Caio Augusto da Costa


Ele é acordado aos berros pelo capataz da fazenda assim como todos os outros que ali estavam. 


-Acorda seus imundos! Disse o Capataz Febrônio. 


Eles rapidamente levantam e vão trabalhar, embora ele fosse jovem, já trabalhava arduamente, assim como os outros. 


Naquele fim de tarde viu e ouviu um movimento estranho dentro da senzala, sua mãe conversando escondido com outros negros, ele de longe tentava entender, mas não conseguia ouvir direto. 


Mais tarde, naquela madrugada, ele é acordado por sua mãe, olha para o lado e vê um dos guardas da fazenda encarregado de cuidar da senzala de madrugada morto no chão com um corte no pescoço, ele sem entender nada é puxado pelo braço por sua mãe e começa a correr pelo mato, logo ouviram os latidos dos cachorros. No grupo de fuga estavam mais 27 pessoas entre homens mulheres e crianças. 


Cada vez mais o latido dos cachorros se aproximava, eu conseguia ouvir de longe eles se aproximando, o rosto da minha mãe cada vez mais arrependido e com medo, todos sabiam que a consequência daquilo poderia ser a morte, corrermos uma noite toda sem parar, quando o dia estava nascendo não tivemos mais força para correr e fomos pegos. 


Febrônio expressava uma cara de desprezo e, com alegria, torturou e matou 4 de nós, inclusive minha mãe, acusando-os de serem cabeça daquela fuga. Suas mortes eram para ficar de exemplo para os outros. Naquele momento que o tiro da arma de Febrônio atravessou o peito de minha mãe, me senti estranho, tudo ficou escuro e eu senti que algo despertou dentro de mim, algo que nunca tinha sentido antes. Eles me pegaram, assim como os outros, e nos levaram de volta para a fazenda. Como punição, todos apanharam, inclusive eu. Ficamos sem comida por dias, quase morremos com a punição. 

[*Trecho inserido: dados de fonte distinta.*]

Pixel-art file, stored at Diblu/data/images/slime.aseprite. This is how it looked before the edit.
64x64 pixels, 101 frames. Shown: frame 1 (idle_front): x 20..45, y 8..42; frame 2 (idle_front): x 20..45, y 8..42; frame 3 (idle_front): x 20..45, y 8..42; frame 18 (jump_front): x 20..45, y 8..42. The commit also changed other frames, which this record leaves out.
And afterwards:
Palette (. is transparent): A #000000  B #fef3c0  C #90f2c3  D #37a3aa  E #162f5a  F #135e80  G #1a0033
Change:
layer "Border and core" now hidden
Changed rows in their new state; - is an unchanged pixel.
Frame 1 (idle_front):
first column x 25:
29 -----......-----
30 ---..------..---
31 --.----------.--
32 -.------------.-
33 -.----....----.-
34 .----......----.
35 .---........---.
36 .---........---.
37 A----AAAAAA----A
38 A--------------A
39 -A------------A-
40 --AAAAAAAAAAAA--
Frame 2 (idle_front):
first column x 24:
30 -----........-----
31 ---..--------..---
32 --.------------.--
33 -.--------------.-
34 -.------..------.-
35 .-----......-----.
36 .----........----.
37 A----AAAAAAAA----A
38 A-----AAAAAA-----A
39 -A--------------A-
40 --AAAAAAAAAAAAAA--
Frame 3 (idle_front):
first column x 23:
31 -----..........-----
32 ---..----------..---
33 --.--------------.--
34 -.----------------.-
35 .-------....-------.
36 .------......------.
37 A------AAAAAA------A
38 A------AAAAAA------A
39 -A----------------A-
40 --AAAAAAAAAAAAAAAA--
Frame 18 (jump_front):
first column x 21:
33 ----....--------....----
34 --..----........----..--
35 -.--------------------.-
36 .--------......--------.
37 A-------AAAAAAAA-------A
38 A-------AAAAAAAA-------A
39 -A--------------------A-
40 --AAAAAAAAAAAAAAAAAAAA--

Salto temporal. Eu já tenho 16 anos. Conheço a Venusa, a negra mais linda que vi na vida, pele linda, lisa e reluzente. Ela trabalhava na casa grande e eu no campo, nossos olhares se cruzaram uma vez e foi o suficiente para que a gente se apaixonasse. 


Começamos a nos ver escondido, logo notei marcas de violência nela, Venusa me disse que o Febrônio e outros capatazes abusavam dela frequentemente. Chorando muito me abraçou, aquilo me doeu e algo dentro de mim ia ficando maior, tinha algo parecido com vozes, mas era confuso e baixo um som muito baixo.

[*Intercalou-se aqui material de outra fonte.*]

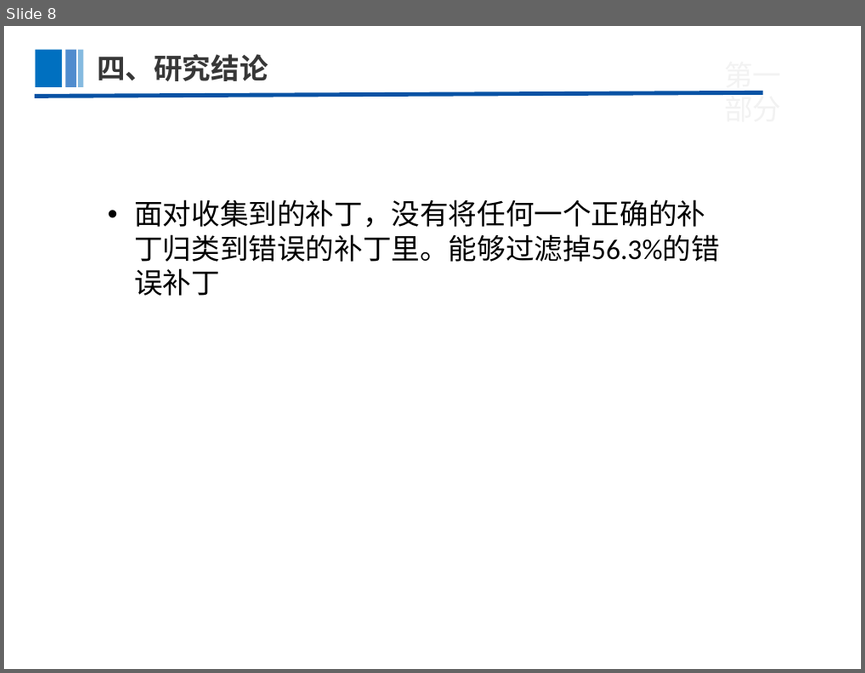
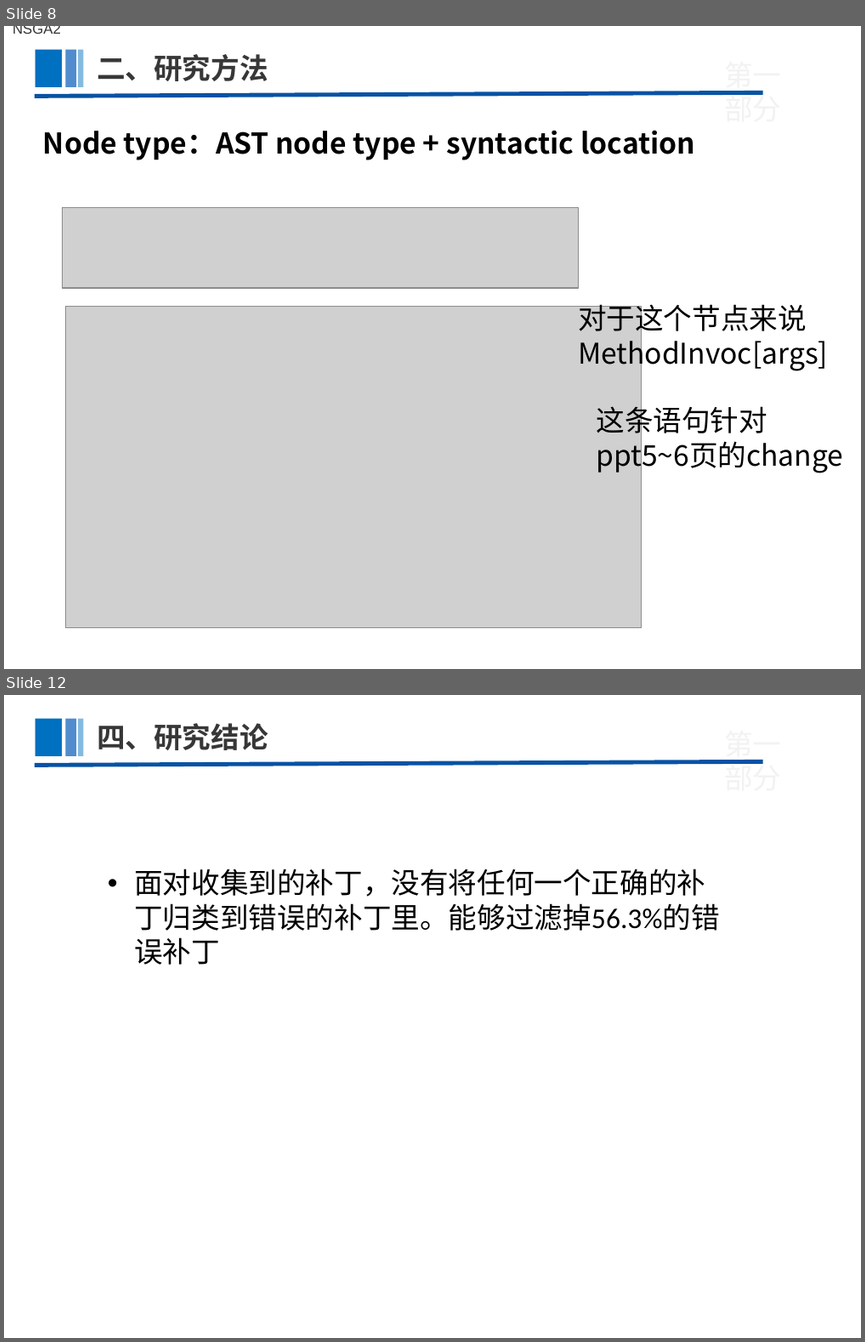
Before and after one commit to zxdemm/paper, a slide deck: 研一上/软件缺陷修复/补丁评估方向/Identifying Patch Correctness in Test-Based Program Repair.pptx. Shown one above the other, each under a label of ours: slide 8 before the commit, slides 8 and 12 after it; the slides between them are not shown. The pictures are 865x673 and 865x1342 pixels, drawn with LibreOffice and Linux fonts; fonts in the diff are those of the drawing; grey boxes stand for pictures; background and template pictures are left out. Boxes give left, top, right and bottom in pixels: in the first picture for what was removed or moved away, otherwise in the second. Text is boxed around its words. In the diff, an @@ line names an element or a change of style, - is before the commit and + after.

```diff
--- a/研一上/软件缺陷修复/补丁评估方向/Identifying Patch Correctness in Test-Based Program Repair.pptx
+++ b/研一上/软件缺陷修复/补丁评估方向/Identifying Patch Correctness in Test-Based Program Repair.pptx
@@ slide 8 added at [4,26,861,669], background picture (left out) @@
@@ text added at [12,26,61,34], 12 pt, text #333333 @@
+NSGA2
@@ rectangle added at [35,49,63,87], fill #0070C0 @@
@@ rectangle added at [66,49,76,87], fill #065CBA at 70% opacity @@
@@ rectangle added at [79,49,84,87], fill #0070C0 at 48% opacity @@
@@ text added at [97,54,268,81], 24 pt, text #373737, bold @@
+二、研究方法
@@ line added from (35, 97) to (763, 93), #0852A4 3.5 pt @@
@@ text added at [724,91,781,95], 24 pt, text #F2F2F2 @@
+第一部分
@@ text added at [43,130,695,160], 24 pt, text #000000, bold @@
+Node type：AST node type + syntactic location
@@ picture added at [63,208,578,288] @@
@@ text added at [578,304,828,371], 24 pt, text #000000 @@
+对于这个节点来说MethodInvoc[args]
@@ picture added at [66,306,641,627] @@
@@ text added at [596,402,843,473], 24 pt, text #000000 @@
+这条语句针对ppt5~6页的change
@@ what was slide 8 is now slide 12 @@
```
Also in this commit, not shown: 7 slides changed, 3 other slides added, 10 other files.

Certa vez eu e Venusa estávamos em uma cachoeira próxima da fazenda, fugimos escondidos para nos encontrar. Estava tudo tão bem, até aparecer três capatazes e nos descobrir. Como eles a faziam de objeto sexual, ficaram irados quando a viram comigo. Eles a estupraram na minha frente e tentaram me estuprar também. Lembro deles tentando me segurar, eu apavorado, tudo ficou escuro eu só me lembro de acordar ao lado dos três capatazes mortos e minha amada Venusa que também morreu naquele dia. 


Não sei o que aconteceu, como tudo aquilo aconteceu, eu senti medo e fugi, fui viver no meio da mata fechada. Lembrei que já ouvira falar sobre um lugar onde os pretos que fugiam conseguiram segurança, uma vila de negros onde os homens brancos não podiam chegar, não sabiam onde ela se localizava e eu também não sabia onde era, passei alguns meses comendo as frutas que conseguia encontrar e animais que conseguia caçar.


Certa noite acordo, vejo uma serpente se aproximando, enorme, seus olhos tinham fogo, e ao lado da serpente, uma onça toda preta, com os olhos muito pretos, os dois animais estavam na minha frente me encarando. 


Naquele momento fiquei com medo, mas logo notei que eles não queriam me atacar, pareciam que viram algo dentro de mim. Naquele momento senti de novo aquelas vozes dentro de mim, elas gritavam me mandando lutar, rindo alto e dizendo que eu era um otário por não lutar e fugir. 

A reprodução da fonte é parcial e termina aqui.